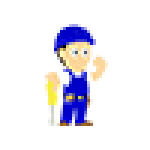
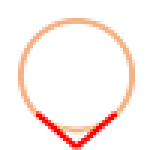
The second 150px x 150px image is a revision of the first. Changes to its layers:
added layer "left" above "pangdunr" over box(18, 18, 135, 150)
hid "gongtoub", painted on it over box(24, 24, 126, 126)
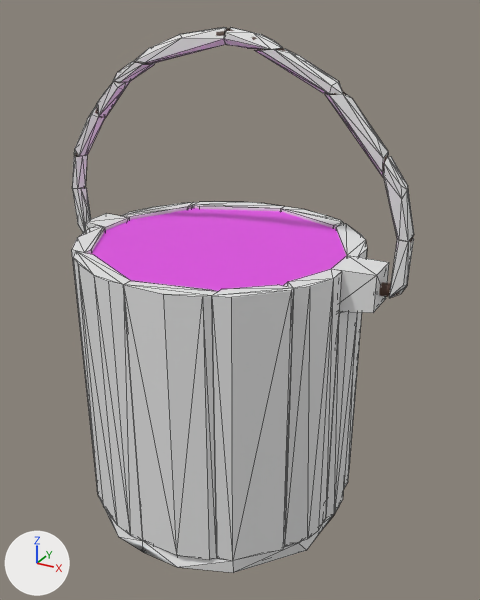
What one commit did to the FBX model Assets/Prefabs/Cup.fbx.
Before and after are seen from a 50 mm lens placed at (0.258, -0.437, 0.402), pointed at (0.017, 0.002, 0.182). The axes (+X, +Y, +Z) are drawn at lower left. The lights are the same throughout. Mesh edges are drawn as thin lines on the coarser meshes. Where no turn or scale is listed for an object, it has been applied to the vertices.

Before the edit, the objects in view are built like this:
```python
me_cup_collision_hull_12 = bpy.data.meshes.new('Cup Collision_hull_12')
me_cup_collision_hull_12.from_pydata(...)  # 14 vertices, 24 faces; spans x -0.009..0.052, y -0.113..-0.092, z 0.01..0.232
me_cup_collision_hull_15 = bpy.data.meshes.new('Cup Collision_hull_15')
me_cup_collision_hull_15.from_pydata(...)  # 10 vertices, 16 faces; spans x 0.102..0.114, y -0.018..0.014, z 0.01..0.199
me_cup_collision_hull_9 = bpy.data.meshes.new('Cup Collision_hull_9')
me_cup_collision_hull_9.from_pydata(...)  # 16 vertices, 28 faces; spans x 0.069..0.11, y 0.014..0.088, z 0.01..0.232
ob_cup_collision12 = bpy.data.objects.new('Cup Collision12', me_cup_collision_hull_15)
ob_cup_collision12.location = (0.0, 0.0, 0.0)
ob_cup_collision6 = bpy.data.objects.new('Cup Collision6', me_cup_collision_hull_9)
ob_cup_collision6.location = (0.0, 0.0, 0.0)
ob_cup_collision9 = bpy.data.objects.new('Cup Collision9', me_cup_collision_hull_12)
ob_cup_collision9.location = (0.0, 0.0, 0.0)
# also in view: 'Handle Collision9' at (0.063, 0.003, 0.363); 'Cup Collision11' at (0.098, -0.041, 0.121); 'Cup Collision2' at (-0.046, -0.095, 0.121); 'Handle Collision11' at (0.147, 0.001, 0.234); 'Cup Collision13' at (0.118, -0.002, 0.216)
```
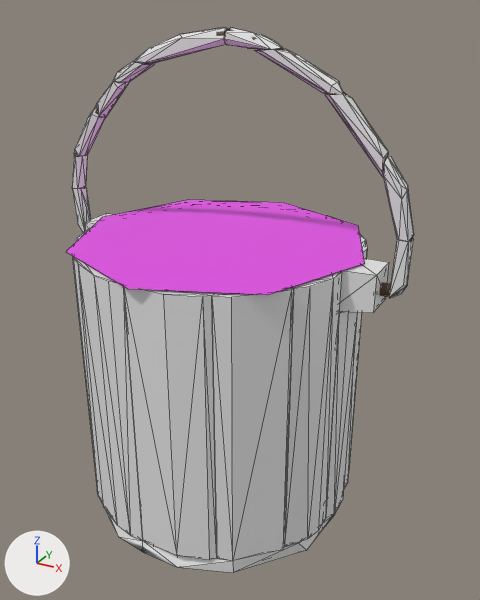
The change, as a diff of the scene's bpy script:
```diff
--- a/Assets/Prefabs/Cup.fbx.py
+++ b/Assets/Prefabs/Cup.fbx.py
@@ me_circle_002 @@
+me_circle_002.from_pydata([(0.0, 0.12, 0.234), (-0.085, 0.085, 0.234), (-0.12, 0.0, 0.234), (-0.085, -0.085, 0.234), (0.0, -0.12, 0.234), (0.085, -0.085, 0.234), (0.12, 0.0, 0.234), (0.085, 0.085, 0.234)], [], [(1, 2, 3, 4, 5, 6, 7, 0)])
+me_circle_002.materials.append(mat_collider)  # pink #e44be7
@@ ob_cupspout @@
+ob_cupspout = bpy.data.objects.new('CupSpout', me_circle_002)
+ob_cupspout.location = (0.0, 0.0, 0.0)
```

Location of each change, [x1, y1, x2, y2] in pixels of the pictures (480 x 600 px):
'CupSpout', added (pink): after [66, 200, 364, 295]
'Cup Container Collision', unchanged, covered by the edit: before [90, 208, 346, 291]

※

Your goal:
Copy out every entry exactly as written, but not the pictures.

Solution below:
The second 150px x 150px image is a revision of the first. Changes to its layers:
added layer "left" above "pangdunr" over box(18, 18, 135, 150)
hid "gongtoub", painted on it over box(24, 24, 126, 126)
What one commit did to the FBX model Assets/Prefabs/Cup.fbx.
Before and after are seen from a 50 mm lens placed at (0.258, -0.437, 0.402), pointed at (0.017, 0.002, 0.182). The axes (+X, +Y, +Z) are drawn at lower left. The lights are the same throughout. Mesh edges are drawn as thin lines on the coarser meshes. Where no turn or scale is listed for an object, it has been applied to the vertices.

Before the edit, the objects in view are built like this:
```python
me_cup_collision_hull_12 = bpy.data.meshes.new('Cup Collision_hull_12')
me_cup_collision_hull_12.from_pydata(...)  # 14 vertices, 24 faces; spans x -0.009..0.052, y -0.113..-0.092, z 0.01..0.232
me_cup_collision_hull_15 = bpy.data.meshes.new('Cup Collision_hull_15')
me_cup_collision_hull_15.from_pydata(...)  # 10 vertices, 16 faces; spans x 0.102..0.114, y -0.018..0.014, z 0.01..0.199
me_cup_collision_hull_9 = bpy.data.meshes.new('Cup Collision_hull_9')
me_cup_collision_hull_9.from_pydata(...)  # 16 vertices, 28 faces; spans x 0.069..0.11, y 0.014..0.088, z 0.01..0.232
ob_cup_collision12 = bpy.data.objects.new('Cup Collision12', me_cup_collision_hull_15)
ob_cup_collision12.location = (0.0, 0.0, 0.0)
ob_cup_collision6 = bpy.data.objects.new('Cup Collision6', me_cup_collision_hull_9)
ob_cup_collision6.location = (0.0, 0.0, 0.0)
ob_cup_collision9 = bpy.data.objects.new('Cup Collision9', me_cup_collision_hull_12)
ob_cup_collision9.location = (0.0, 0.0, 0.0)
# also in view: 'Handle Collision9' at (0.063, 0.003, 0.363); 'Cup Collision11' at (0.098, -0.041, 0.121); 'Cup Collision2' at (-0.046, -0.095, 0.121); 'Handle Collision11' at (0.147, 0.001, 0.234); 'Cup Collision13' at (0.118, -0.002, 0.216)
```
The change, as a diff of the scene's bpy script:
```diff
--- a/Assets/Prefabs/Cup.fbx.py
+++ b/Assets/Prefabs/Cup.fbx.py
@@ me_circle_002 @@
+me_circle_002.from_pydata([(0.0, 0.12, 0.234), (-0.085, 0.085, 0.234), (-0.12, 0.0, 0.234), (-0.085, -0.085, 0.234), (0.0, -0.12, 0.234), (0.085, -0.085, 0.234), (0.12, 0.0, 0.234), (0.085, 0.085, 0.234)], [], [(1, 2, 3, 4, 5, 6, 7, 0)])
+me_circle_002.materials.append(mat_collider)  # pink #e44be7
@@ ob_cupspout @@
+ob_cupspout = bpy.data.objects.new('CupSpout', me_circle_002)
+ob_cupspout.location = (0.0, 0.0, 0.0)
```

Location of each change, [x1, y1, x2, y2] in pixels of the pictures (480 x 600 px):
'CupSpout', added (pink): after [66, 200, 364, 295]
'Cup Container Collision', unchanged, covered by the edit: before [90, 208, 346, 291]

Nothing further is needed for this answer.